=== WORK REQUIRED ===
For this exercise, output exactly the lines from the opening line of the listing through the line with "stem_base_height = dome_top_height", skipping pictures.

=== MATERIAL FOR THIS TASK ===

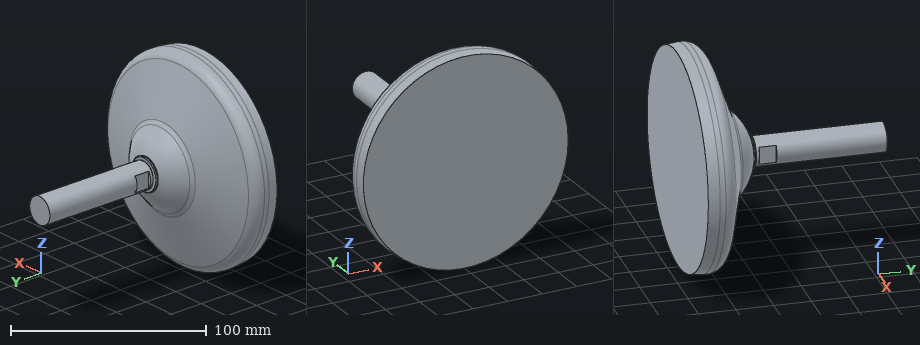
import cadquery as cq
import math

foot_radius = 60.0
underside_radius = 59.3
rim_taper_height = 6.1
shoulder_height = 9.1
shoulder_radius = 7.2
cone_angle = math.radians(20)

dome_radius = 30.4
dome_top_height = 37.8
dome_blend_radius = 5.4

bead_radius = 10.0
bead_height = 1.2
bead_edge_depth = 0.5

stem_radius = 8.0
stem_end_height = 109.0
stem_base_height = dome_top_height + bead_height
stem_base_chamfer = 0.6
flats_start_height = 41.3
flats_length = 9.1
flats_width = 13.0


def cylinder_along_y(radius, start, length):
    """Cylinder on the Y axis, running towards +Y from start."""
    return cq.Workplane("XZ", origin=(0, start, 0)).circle(radius).extrude(-length)


def make_foot_base():
    """Tapered rim, rounded shoulder and conical upper face."""
    arc_center_radius = foot_radius - shoulder_radius
    end_angle = math.pi / 2 - cone_angle
    mid_angle = end_angle / 2

    def shoulder_point(angle):
        return (
            arc_center_radius + shoulder_radius * math.cos(angle),
            shoulder_height + shoulder_radius * math.sin(angle),
        )

    cone_start_radius, cone_start_height = shoulder_point(end_angle)
    apex_height = cone_start_height + cone_start_radius * math.tan(cone_angle)
    return (
        cq.Workplane("XY")
        .lineTo(underside_radius, 0)
        .lineTo(foot_radius, rim_taper_height)
        .lineTo(foot_radius, shoulder_height)
        .threePointArc(shoulder_point(mid_angle), shoulder_point(end_angle))
        .lineTo(0, apex_height)
        .close()
        .revolve(360, (0, 0, 0), (0, 1, 0))
    )


def make_dome():
    """Sphere cut flat at its top and where it is buried in the foot."""
    sphere = cq.Workplane("XY").sphere(dome_radius).translate((0, shoulder_height, 0))
    slab = cylinder_along_y(dome_radius, shoulder_height, dome_top_height - shoulder_height)
    return sphere.intersect(slab)


def make_bead():
    """Thin disc with a pointed edge, lying on the flat of the dome."""
    flat_radius = bead_radius - bead_edge_depth
    return (
        cq.Workplane("XY")
        .moveTo(0, dome_top_height)
        .lineTo(flat_radius, dome_top_height)
        .lineTo(bead_radius, dome_top_height + bead_height / 2)
        .lineTo(flat_radius, stem_base_height)
        .lineTo(0, stem_base_height)
        .close()
        .revolve(360, (0, 0, 0), (0, 1, 0))
    )


def make_foot():
    """Foot with its dome blended into the cone, and the collar bead."""
    joint_low = shoulder_height + shoulder_radius
    joint_high = dome_top_height - bead_height
    joint_zone = cq.selectors.BoxSelector(
        (-foot_radius, joint_low, -foot_radius),
        (foot_radius, joint_high, foot_radius),
    )
    body = make_foot_base().union(make_dome())
    joint = body.edges(joint_zone).edges("%CIRCLE")
    return joint.fillet(dome_blend_radius).union(make_bead())


def make_stem():
    """Round stem standing on the bead, with flats facing -X and +X."""
    stem = cylinder_along_y(stem_radius, stem_base_height, stem_end_height - stem_base_height)
    stem = stem.faces("<Y").chamfer(stem_base_chamfer)
    flats_middle = flats_start_height + flats_length / 2
    for side in (-1, 1):
        cutter = cq.Workplane("XY").box(stem_radius, flats_length, 2 * stem_radius)
        offset = side * (flats_width + stem_radius) / 2
        stem = stem.cut(cutter.translate((offset, flats_middle, 0)))
    return stem


foot = make_foot()
stem = make_stem()
result = cq.Compound.makeCompound([foot.solids().val(), stem.solids().val()])
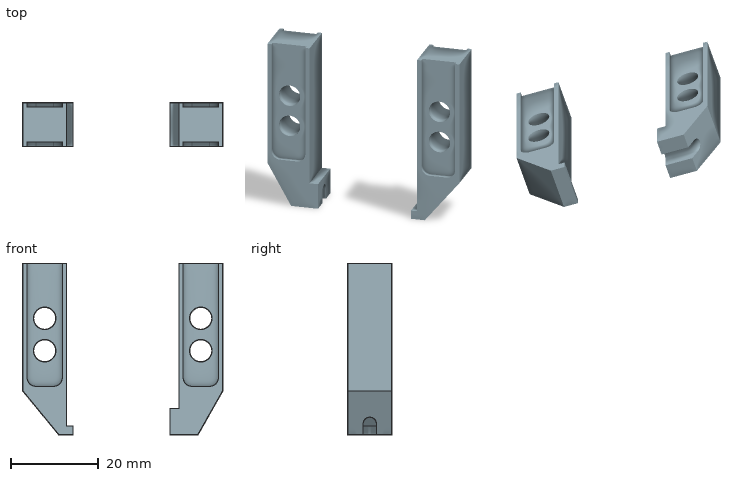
import cadquery as cq

overall_length = 45.5
jaw_height = 39.0
shank_width = 10.0
jaw_depth = 10.0
bevel_height = 9.95

left_lip_reach = 1.45
left_lip_height = 2.0
left_bevel_width = 8.2

right_lip_reach = 2.0
right_lip_height = 6.0
right_bevel_width = 5.65
slot_width = 3.0
slot_straight_height = 2.5

pocket_width = 8.0
pocket_depth = 1.0
pocket_floor_height = 11.0
pocket_corner_radius = 2.0

hole_diameter = 5.0
lower_hole_height = 19.1
hole_spacing = 7.35

shank_center_x = (overall_length - shank_width) / 2


def jaw_blank(center_x, inward, lip_reach, lip_height, bevel_width):
    """Extruded jaw outline; inward is the X sign pointing towards the other jaw."""
    inner_x = center_x + inward * shank_width / 2
    outer_x = center_x - inward * shank_width / 2
    lip_x = inner_x + inward * lip_reach
    outline = [
        (outer_x, jaw_height),
        (inner_x, jaw_height),
        (inner_x, lip_height),
        (lip_x, lip_height),
        (lip_x, 0),
        (outer_x + inward * bevel_width, 0),
        (outer_x, bevel_height),
    ]
    return cq.Workplane("XZ").polyline(outline).close().extrude(jaw_depth / 2, both=True)


def face_pocket(center_x, side):
    """Pocket cutter in the face on the given Y side, rounded at its lower corners."""
    pocket_height = jaw_height - pocket_floor_height
    return (
        cq.Workplane("XY")
        .box(pocket_width, pocket_depth, pocket_height, centered=(True, True, False))
        .faces("<Z")
        .edges("|Y")
        .fillet(pocket_corner_radius)
        .translate((center_x, side * (jaw_depth - pocket_depth) / 2, pocket_floor_height))
    )


def cross_holes(center_x):
    """Two hole cutters running along Y."""
    hole_centers = [(center_x, lower_hole_height + i * hole_spacing) for i in range(2)]
    return (
        cq.Workplane("XZ")
        .pushPoints(hole_centers)
        .circle(hole_diameter / 2)
        .extrude(jaw_depth / 2, both=True)
    )


def cut_shank_features(jaw, center_x):
    """Cut the pockets and cross holes shared by both jaws."""
    for side in (-1, 1):
        jaw = jaw.cut(face_pocket(center_x, side))
    return jaw.cut(cross_holes(center_x))


def foot_slot():
    """Round-topped slot cutter, open at the bottom, running along X through the right foot."""
    half_width = slot_width / 2
    start_x = shank_center_x - shank_width / 2 - right_lip_reach
    return (
        cq.Workplane("YZ", origin=(start_x, 0, 0))
        .moveTo(-half_width, 0)
        .lineTo(half_width, 0)
        .lineTo(half_width, slot_straight_height)
        .threePointArc((0, slot_straight_height + half_width), (-half_width, slot_straight_height))
        .close()
        .extrude(shank_width + right_lip_reach)
    )


def make_left_jaw():
    blank = jaw_blank(-shank_center_x, 1, left_lip_reach, left_lip_height, left_bevel_width)
    return cut_shank_features(blank, -shank_center_x)


def make_right_jaw():
    blank = jaw_blank(shank_center_x, -1, right_lip_reach, right_lip_height, right_bevel_width)
    return cut_shank_features(blank, shank_center_x).cut(foot_slot())


left_jaw = make_left_jaw()
right_jaw = make_right_jaw()

result = cq.Compound.makeCompound([left_jaw.solids().val(), right_jaw.solids().val()])
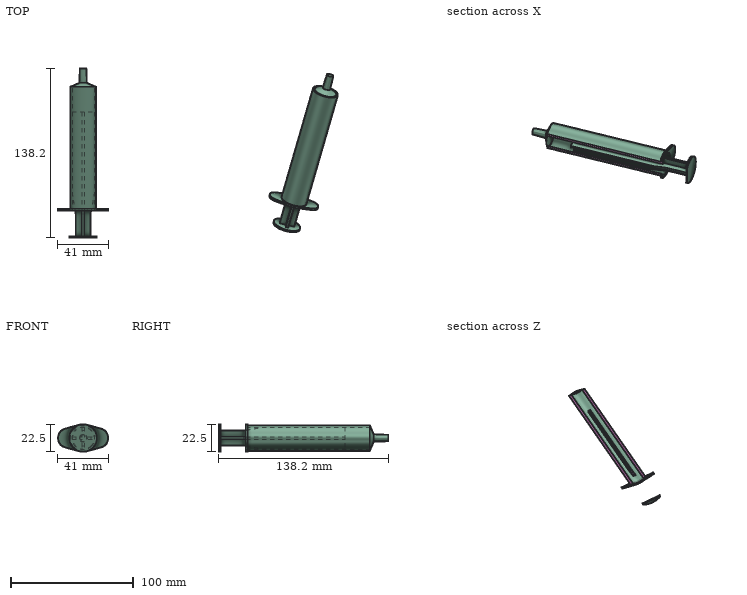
import cadquery as cq
import math


barrel_diameter = 21.2
bore_diameter = 18.0
mouth_diameter = 18.4
mouth_depth = 1.5
barrel_end = 101.3
shoulder_length = 3.2
nozzle_base_diameter = 6.4
nozzle_tip_diameter = 5.5
nozzle_length = 11.9

flange_width = 41.05
flange_height = 22.47
flange_bow_radius = 13.5
flange_ear_radius = 8.0
flange_thickness = 1.7

thumb_disk_diameter = 22.47
thumb_disk_thickness = 1.35
stem_exposed_length = 20.5
stem_diameter = 12.4
rib_thickness = 2.1
flare_start = -2.1
flare_end = 14.0

nozzle_start = barrel_end + shoulder_length
nozzle_end = nozzle_start + nozzle_length
stem_end = barrel_end - stem_exposed_length


def cylinder(diameter, start, end):
    """A round bar along Y between two Y positions."""
    return cq.Workplane("XZ", origin=(0, start, 0)).circle(diameter / 2).extrude(start - end)


def bar(width, height, start, end):
    """A rectangular bar along Y, centred on the axis."""
    return cq.Workplane("XZ", origin=(0, start, 0)).rect(width, height).extrude(start - end)


def revolve_about_axis(profile):
    """A solid of revolution about Y from (radius, Y) points."""
    return cq.Workplane("XY").polyline(profile).close().revolve(360, (0, 0, 0), (0, 1, 0))


def make_flange():
    """Plate with a bowed middle and two round ears, joined by straight tangent edges."""
    ear_offset = flange_width / 2 - flange_ear_radius
    bow_offset = flange_bow_radius - flange_height / 2
    centre_distance = math.hypot(ear_offset, bow_offset)
    tangent_angle = math.atan2(bow_offset, ear_offset) + math.acos(
        (flange_bow_radius - flange_ear_radius) / centre_distance
    )
    bow_x = flange_bow_radius * math.cos(tangent_angle)
    bow_z = flange_bow_radius * math.sin(tangent_angle) - bow_offset
    ear_x = ear_offset + flange_ear_radius * math.cos(tangent_angle)
    ear_z = flange_ear_radius * math.sin(tangent_angle)
    return (
        cq.Workplane("XZ")
        .moveTo(-bow_x, bow_z)
        .threePointArc((0, flange_height / 2), (bow_x, bow_z))
        .lineTo(ear_x, ear_z)
        .threePointArc((flange_width / 2, 0), (ear_x, -ear_z))
        .lineTo(bow_x, -bow_z)
        .threePointArc((0, -flange_height / 2), (-bow_x, -bow_z))
        .lineTo(-ear_x, -ear_z)
        .threePointArc((-flange_width / 2, 0), (-ear_x, ear_z))
        .close()
        .extrude(-flange_thickness)
    )


def make_barrel():
    """Flanged tube with a conical shoulder and a tapered nozzle, bored up to the shoulder."""
    outside = revolve_about_axis([
        (0, 0),
        (barrel_diameter / 2, 0),
        (barrel_diameter / 2, barrel_end),
        (nozzle_base_diameter / 2, nozzle_start),
        (nozzle_tip_diameter / 2, nozzle_end),
        (0, nozzle_end),
    ])
    bore = revolve_about_axis([
        (0, 0),
        (mouth_diameter / 2, 0),
        (bore_diameter / 2, mouth_depth),
        (bore_diameter / 2, barrel_end),
        (0, barrel_end),
    ])
    return outside.union(make_flange()).cut(bore)


def make_plunger():
    """Thumb disk on a cross-shaped stem whose ribs flare out inside the barrel to fill the bore."""
    disk_back = -stem_exposed_length
    disk = cylinder(thumb_disk_diameter, disk_back - thumb_disk_thickness, disk_back)
    envelope = revolve_about_axis([
        (0, disk_back),
        (stem_diameter / 2, disk_back),
        (stem_diameter / 2, flare_start),
        (bore_diameter / 2, flare_end),
        (bore_diameter / 2, stem_end),
        (0, stem_end),
    ])
    upright = bar(rib_thickness, bore_diameter, disk_back, stem_end)
    level = bar(bore_diameter, rib_thickness, disk_back, stem_end)
    return disk.union(envelope.intersect(upright.union(level)))


barrel = make_barrel()
plunger = make_plunger()

result = cq.Compound.makeCompound([barrel.val(), plunger.val()])

=== WRITTEN ANSWER ===
import cadquery as cq
import math

foot_radius = 60.0
underside_radius = 59.3
rim_taper_height = 6.1
shoulder_height = 9.1
shoulder_radius = 7.2
cone_angle = math.radians(20)

dome_radius = 30.4
dome_top_height = 37.8
dome_blend_radius = 5.4

bead_radius = 10.0
bead_height = 1.2
bead_edge_depth = 0.5

stem_radius = 8.0
stem_end_height = 109.0
stem_base_height = dome_top_height + bead_height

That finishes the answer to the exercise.